I giudici di Lussemburgo esprimono, dunque, preoccupazione e hanno emesso un giudizio di audit negativo sulla spesa relativa al 2023 sottolineando che l’ingente aumento del tasso di errore stimato è causato in gran parte dagli errori rilevati nella spesa per la coesione, che raggiungono il 9,3% (2022: 6,4%). Una delle ragioni per cui le amministrazioni nazionali stentano ad assicurare un finanziamento appropriato dei progetti di coesione, viene spiegato nella relazione, potrebbe risiedere nel fatto che devono spendere in tempi stretti denaro proveniente da fondi Ue che sono in concorrenza tra loro.

Ma cosa alimenta l’allarme della Corte dei conti europea sui rischi finanziari per il bilancio? Tre fattori: la guerra di aggressione della Russia contro l’Ucraina, l’elevato tasso di inflazione e soprattutto il debito record. Partiamo dal primo. L’assistenza finanziaria all’Ucraina è più che raddoppiata nel 2023, passando da 16 a 33,7 miliardi. La Corte avverte che trasferire nel futuro i rischi di eventuali inadempienze nei rimborsi dei prestiti potrebbe mettere il bilancio Ue sotto pressione. Inoltre, mette in evidenza i notevoli rischi associati allo strumento per l’Ucraina istituito nel 2024 per fornire sostegno finanziario di un importo aggiuntivo massimo di 33 miliardi sotto forma di prestiti per il periodo 2024-2027, a fronte del quale non è previsto l’obbligo di costituire accantonamenti.

A incidere negativamente c’è poi l’elevato tasso di inflazione: basandosi sulle previsioni della Commissione, la Corte stima che il bilancio possa perdere quasi il 13% del proprio potere d’acquisto entro la fine del 2025. L’esposizione complessiva del bilancio dell’Ue, che misura il rischio connesso alle garanzie prestate dal bilancio Ue e alle passività potenziali, era di 298 miliardi alla fine del 2023 (in aumento rispetto ai 248,3 miliardi del 2022).

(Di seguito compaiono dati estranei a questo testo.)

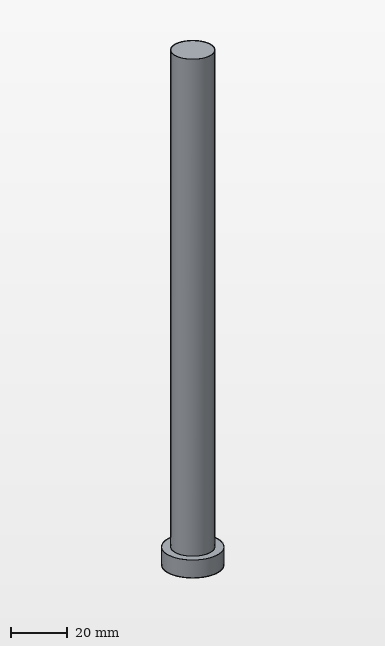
import cadquery as cq

total_length = 200.0
head_diameter = 22.0
head_height = 7.0
shank_diameter = 15.5

head = cq.Workplane("XY").circle(head_diameter / 2).extrude(head_height)
shank = cq.Workplane("XY").circle(shank_diameter / 2).extrude(total_length)

result = head.union(shank)
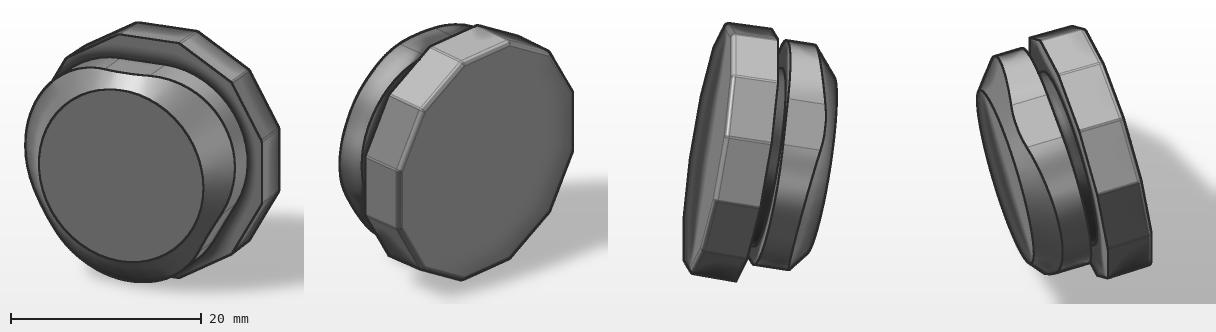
import cadquery as cq
import math

neck_diameter = 19.0
neck_length = 1.5
head_length = 5.5
lobe_offset = 3.0
cone_depth = 2.5
flange_width = 26.05
flange_length = 5.0
flange_sides = 12
flange_draft = 1.0
flange_fillet = 0.5

neck_radius = neck_diameter / 2
lobe_angles = (30, 150, 270)
flange_front = head_length + neck_length
cone_margin = 0.25


def along_axis(start):
    """Plane facing +Y at the given distance along the axis, with local y pointing up."""
    return cq.Workplane(cq.Plane(origin=(0, start, 0), xDir=(-1, 0, 0), normal=(0, 1, 0)))


def radial(distance, angle):
    """Point at the given distance and angle (degrees) from the axis."""
    return (distance * math.cos(math.radians(angle)), distance * math.sin(math.radians(angle)))


def lobe_point(lobe_angle, direction):
    """Point on the arc of one lobe, in the given direction from the lobe centre."""
    centre = radial(lobe_offset, lobe_angle)
    arm = radial(neck_radius, direction)
    return (centre[0] + arm[0], centre[1] + arm[1])


def make_head():
    """Three-lobed head: round lobes joined by tangent flats, bevelled by a cone at the front."""
    half_sweep = 180 / len(lobe_angles)
    outline = along_axis(0).moveTo(*lobe_point(lobe_angles[0], lobe_angles[0] - half_sweep))
    for angle in lobe_angles:
        if angle != lobe_angles[0]:
            outline = outline.lineTo(*lobe_point(angle, angle - half_sweep))
        outline = outline.threePointArc(lobe_point(angle, angle), lobe_point(angle, angle + half_sweep))
    prism = outline.close().extrude(head_length)

    cone_end = cone_depth * (lobe_offset + cone_margin) / lobe_offset
    cone_radius = neck_radius + lobe_offset + cone_margin
    half_section = [
        (0, 0),
        (neck_radius, 0),
        (cone_radius, cone_end),
        (cone_radius, head_length),
        (0, head_length),
    ]
    envelope = cq.Workplane("XY").polyline(half_section).close().revolve(360, (0, 0, 0), (0, 1, 0))
    return prism.intersect(envelope)


def make_neck():
    """Round neck between head and flange."""
    return along_axis(head_length).circle(neck_radius).extrude(neck_length)


def make_flange():
    """Drafted twelve-sided flange with rounded corners and a rounded back edge."""
    half_side_angle = 180 / flange_sides
    corner_radius = flange_width / 2 / math.cos(math.radians(half_side_angle))
    corners = [radial(corner_radius, half_side_angle * (2 * i + 1)) for i in range(flange_sides)]
    flange = along_axis(flange_front).polyline(corners).close().extrude(flange_length, taper=flange_draft)
    side_corners = flange.edges("not(#Y)")
    flange = side_corners.fillet(flange_fillet)
    return flange.faces(">Y").edges().fillet(flange_fillet)


result = make_head().union(make_neck()).union(make_flange())

I riflettori, però, sono accesi soprattutto sul debito record. L’importo totale di impegni non ancora liquidati, che rischiano di tradursi in futuri obblighi di pagamento, ha raggiunto il livello record di 543 miliardi alla fine del 2023 (dai 452,8 miliardi di fine 2022). Al contempo, il debito ha subito un’impennata del 32%, raggiungendo i 458,5 miliardi nel 2023 (348 miliardi nel 2022), per effetto principalmente dei nuovi prestiti assunti per il Nextgenerationeu, pari a 268,4 miliardi. Il debito adesso è quasi raddoppiato rispetto al 2021, quando si collocava a 236,7 miliardi. Così la Ue «è ora uno dei maggiori emittenti di debito in Europa, benché non sia chiaro se la proposta sulle risorse proprie presentata dalla Commissione genererà entrate sufficienti a rimborsare il debito connesso al Recovery fund», viene evidenziato nel documento. Dove si stima che i costi aggiuntivi dell’indebitamento per il Recovery siano compresi tra i 17 e i 27 miliardi. Per quanto riguarda l’operazione Pnrr, la Corte ha rilevato che circa un terzo dei pagamenti a fondo perduto a fine 2023 non rispettava le norme e le condizioni applicabili. Dai dati della Procura europea (Eppo) emerge inoltre che a fine 2023 erano aperte 206 indagini relative ai fondi per il Pnrr con potenziali danni stimati in oltre 1,8 miliardi.

Insomma, un giudizio pesante. Di fronte al quale stonano le lodi dell’operazione cantate proprio ieri dal commissario Ue per l’Economia, Paolo Gentiloni, secondo cui «Nextgenerationeu sta facendo una differenza concreta sul campo in tutta Europa, con riforme e investimenti che stanno rafforzando la competitività e la resilienza a lungo termine dell’Ue». Una «straordinaria opportunità», per Gentiloni. Che però, se si vanno a vedere i numeri, sta caricando i governi di burocrazia rallentando anche la percentuale dei soldi erogati rispetto a quelli promessi.

Come si legge nella terza relazione annuale pubblicata ieri dalla Commissione Ue sull’attuazione del Fondo Rrf (Recovery and resilience facility), che con 648 miliardi in sovvenzioni e prestiti è il principale strumento per il finanziamento dei Pnrr. A oggi, viene riportato, la Commissione ha ricevuto 69 richieste di pagamento da 25 Stati membri e ha erogato oltre 267 miliardi, ovvero oltre il 40% dei finanziamenti disponibili. Entro la fine dell’anno, si prevede che saranno stati erogati, in totale, oltre 300 miliardi di euro di fondi, arrivando così a circa il 50%.